# This week¶

Just a sketch this week, of Hierarchical Reinforcement Learning for Concurrent Discovery of Compound and Composable Policies.

I've been hearing hierarchical RL mentioned frequently lately, and while I understand it's a way to encode human expertise to achieve otherwise intractible goals, it has also seemed a bit like cheating. However, I have a day job, and this serves as a healthy dose of pragmatism. I also think that even when the goal is fundamental progress, it's often a good idea to achieve the goal in any way possible, and then follow-up by working the cheats out of the system one by one. So when I read the abstract of this paper, I was feeling more receptive than previously.

Part of what made hierarchical RL seem not worth the cheating was how kludgy and inefficient the usual methods were, retraining a whole new policy from scratch for each subtask. That's why this week's paper caught my eye:

... we propose an algorithm for learning both compound and composable policies within the same learning process by exploiting the off-policy data generated from the compound policy.

Their resulting algorithm, "Hierarchical Intentional-Unintentional Soft Actor-Critic" (HIU-SAC), efficiently trains all sub-policies simultaneously, choosing actions to perform in the environment using a weighted average of the "votes" of all sub-policies, with weights given by a learned selector network (which is also simultaneously trained).

# Composable hierarchical RL¶

## Architecture¶

The composite policy consists of the individual policy networks, each with its own reward function, trained to take observations $s$ in and output parameters of a conditional Gaussian. There is also a special activation vector selector network trained on the same states to produce weights corresponding to how much each constituent policy applies to the current state. All of these networks share early layers, since they all benefit from an accurate high-level state representation. Finally, some function $f$ takes all of these outputs and determines what action $a$ to actually take in the environment.
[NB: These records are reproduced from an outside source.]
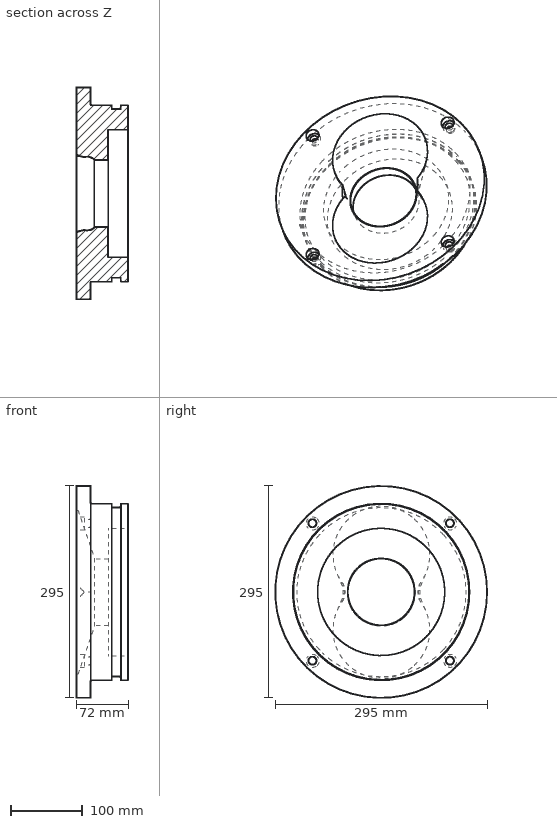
import cadquery as cq

flange_radius = 147.5
flange_thickness = 19.8
total_length = 72.0
spigot_radius = 123.0
spigot_fillet = 1.5
end_chamfer = 1.0

groove_start = 49.3
groove_end = 61.5
groove_radius = 117.7
groove_round = 1.0
rim_chamfer = 1.0

bore_radius = 46.3
throat_radius = 47.2
throat_depth = 25.0
lobe_radius = 67.3
lobe_offset = 52.5
waist_radius = 53.7

recess_start = 44.2
recess_radius = 88.5

bolt_spacing = 191.2
bolt_hole_diameter = 11.0
counterbore_diameter = 18.0
counterbore_depth = 11.0


def cylinder(radius, start, end):
    """Solid cylinder on the X axis between two X positions."""
    return cq.Workplane("YZ").workplane(offset=start).circle(radius).extrude(end - start)


def make_body():
    """Flange and spigot with a fillet at their junction and a chamfered end."""
    flange = cylinder(flange_radius, 0, flange_thickness)
    spigot = cylinder(spigot_radius, 0, total_length).faces(">X").chamfer(end_chamfer)
    body = flange.union(spigot)
    margin = 1.5
    reach = spigot_radius + margin
    junction = cq.selectors.BoxSelector(
        (flange_thickness - margin, -reach, -reach),
        (flange_thickness + margin, reach, reach),
        boundingbox=True,
    )
    return body.edges(junction).fillet(spigot_fillet)


def make_lobe(side):
    """Skewed cone from an off-centre circle on the flange face to the throat."""
    plane = cq.Plane(origin=(0, 0, side * lobe_offset), xDir=(0, 0, -side), normal=(1, 0, 0))
    return (
        cq.Workplane(plane)
        .circle(lobe_radius)
        .workplane(offset=throat_depth)
        .center(lobe_offset, 0)
        .circle(throat_radius)
        .loft(ruled=True)
    )


def make_waist():
    """Centred cone that trims the two cusps between the lobes."""
    cone = cq.Solid.makeCone(
        waist_radius, bore_radius, throat_depth, pnt=cq.Vector(0, 0, 0), dir=cq.Vector(1, 0, 0)
    )
    return cq.Workplane(obj=cone)


def make_groove():
    """Ring that cuts the seal groove, with rounded floor corners and a bevelled +X rim."""
    return (
        cq.Workplane("XY")
        .moveTo(groove_start, flange_radius)
        .lineTo(groove_start, groove_radius + groove_round)
        .radiusArc((groove_start + groove_round, groove_radius), -groove_round)
        .lineTo(groove_end - groove_round, groove_radius)
        .radiusArc((groove_end, groove_radius + groove_round), -groove_round)
        .lineTo(groove_end, spigot_radius - rim_chamfer)
        .lineTo(groove_end + rim_chamfer, spigot_radius)
        .lineTo(groove_end + rim_chamfer, flange_radius)
        .close()
        .revolve(360, (0, 0, 0), (1, 0, 0))
    )


def drill_bolt_holes(body):
    """Counterbored holes sunk from the flange face."""
    return (
        body.faces("<X")
        .workplane(origin=(0, 0, 0))
        .rect(bolt_spacing, bolt_spacing, forConstruction=True)
        .vertices()
        .cboreHole(bolt_hole_diameter, counterbore_diameter, counterbore_depth)
    )


result = drill_bolt_holes(make_body().cut(make_groove()))
for side in (1, -1):
    result = result.cut(make_lobe(side))
result = result.cut(cylinder(bore_radius, 0, total_length))
result = result.cut(make_waist())
result = result.cut(cylinder(recess_radius, recess_start, total_length))
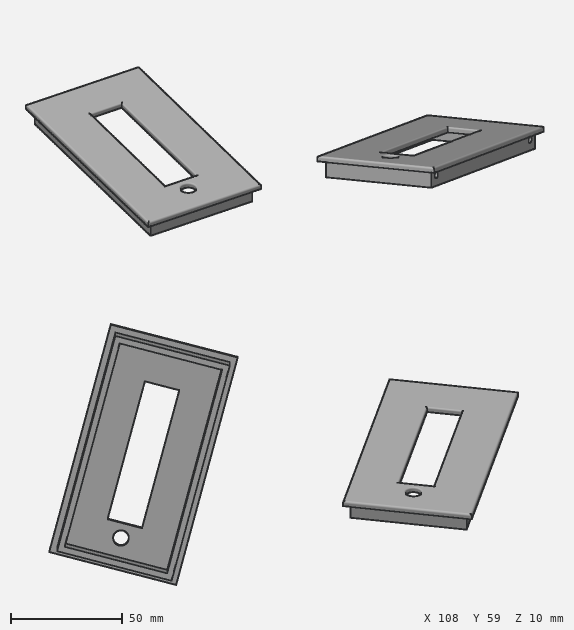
import cadquery as cq

length = 108.0
width = 59.0
height = 10.0
flange_thickness = 2.5
flange_overhang = 2.9
edge_radius = 1.0

wall_thickness = 2.8
plate_thickness = 2.5

window_length = 65.5
window_width = 16.0
button_diameter = 7.0
button_x = 39.5
rim_radius = 0.8

screw_diameter = 3.0
screw_x = 46.1
screw_z = height / 2

skirt_length = length - 2 * flange_overhang
skirt_width = width - 2 * flange_overhang
skirt_height = height - flange_thickness
cavity_length = skirt_length - 2 * wall_thickness
cavity_width = skirt_width - 2 * wall_thickness
cavity_height = height - plate_thickness


def block(size_x, size_y, size_z, base_z=0):
    """Box centred on the Z axis, standing on base_z."""
    return cq.Workplane("XY", origin=(0, 0, base_z)).rect(size_x, size_y).extrude(size_z)


def make_shell():
    """Flanged plate with a rectangular skirt, open at the bottom."""
    flange = block(length, width, flange_thickness, skirt_height)
    flange = flange.faces(">Z").edges().fillet(edge_radius)
    skirt = block(skirt_length, skirt_width, skirt_height)
    cavity = block(cavity_length, cavity_width, cavity_height)
    return flange.union(skirt).cut(cavity)


def cut_plate_openings(body):
    """Cut the window and button hole, then round their top rims."""
    window = block(window_length, window_width, height)
    button = cq.Workplane("XY").center(button_x, 0).circle(button_diameter / 2).extrude(height)
    body = body.cut(window).cut(button)
    rims = body.faces(">Z").wires(cq.selectors.BoxSelector(
        (-skirt_length / 2, -skirt_width / 2, 0),
        (skirt_length / 2, skirt_width / 2, 2 * height),
        boundingbox=True,
    ))
    return rims.edges().fillet(rim_radius)


def cut_screw_holes(body):
    """Drill a hole near each end, through both long skirt walls."""
    for x in (-screw_x, screw_x):
        drill = (
            cq.Workplane("XZ", origin=(x, 0, screw_z))
            .circle(screw_diameter / 2)
            .extrude(width / 2, both=True)
        )
        body = body.cut(drill)
    return body


result = cut_screw_holes(cut_plate_openings(make_shell()))

The Q function networks are similarly arranged, sharing early layers which take a state $s$ and an action $a$ to produce a Q function for each subtask, as well as a composite Q function.

## Simultaneous learning¶

Most methods learn the composable tasks one at a time, and later, the compound task. This procedure is not scalable as all the experience collected for each learning process is only used for that specific process. Also, it is not possible to start learning more complex tasks unless all the compos- able policies have been successfully learned. The method proposed in this section is based on the idea that a single stream of experience can be used to improve not only the policy that is generating the behavior but also, indirectly, many other policies.

The authors refer to the composite policy acting as the "intentional" policy (the "behavior" policy in an off-policy setting), and the composable sub-policies as the "unintentional" policies (each one a "target" policy in an off-policy setting). They use a variation on SAC to train the composite and composable policies simultaneously within the maximum entropy framework.

The objective function for the Q networks simply maximize the expected sum of all mean-squared Bellman errors for each Q network, for each tuple in the replay buffer $\mathcal{D}$. The objective function for the policy is simply the sum of the objective functions for each intentional and unintentional policy. Each policy objective optimizes the expected difference for each state in $\mathcal{D}$ between the Q value and log-probability of the selected action (adjustable by temperature $\alpha$), over all possible actions. HIU-SAC then alternates between policy evaluation and policy improvement steps following SAC.

## The importance of maximizing entropy to adequate exploration¶

It is interesting that the entropy-maximizing RL objective was absolutely necessary for exploring broadly enough to train all of these policies at once.

Note that populating the replay memory buffer with rich experiences is essential for acquiring multiple skills in an off-policy manner. The composable policies learned unintentionally had similar performance than the policies obtained in single-task formulations only when the compound policy was able to efficiently explore the environment. For this reason, the algorithm was built on a maximum entropy RL framework to favor exploration during the learning process.

# Parting thoughts¶

1. In a way, the methods proposed here seem rather obvious, and I found this paper quite easy to understand given that it violated none of my expectations. I also haven't been paying enough attention to hierarchical RL to know off-hand why training the sub-policies in parallel off of the same recorded environment interactions hasn't been tried before (or whether it has been without my notice). Perhaps it was necessary for off-policy RL to reach a level of maturity sufficient for sub-policies to see enough relevant data to train? In any case, don't hear me faulting the authors for trying the obvious. It is relieving a non-obvious that a straightforward formulation works so well.
2. I'd love to see this work combined with imitation learning and inverse RL to figure out what sub-policies are necessary in the first place from demonstrations. That seems like a very practical framework for real-world learning.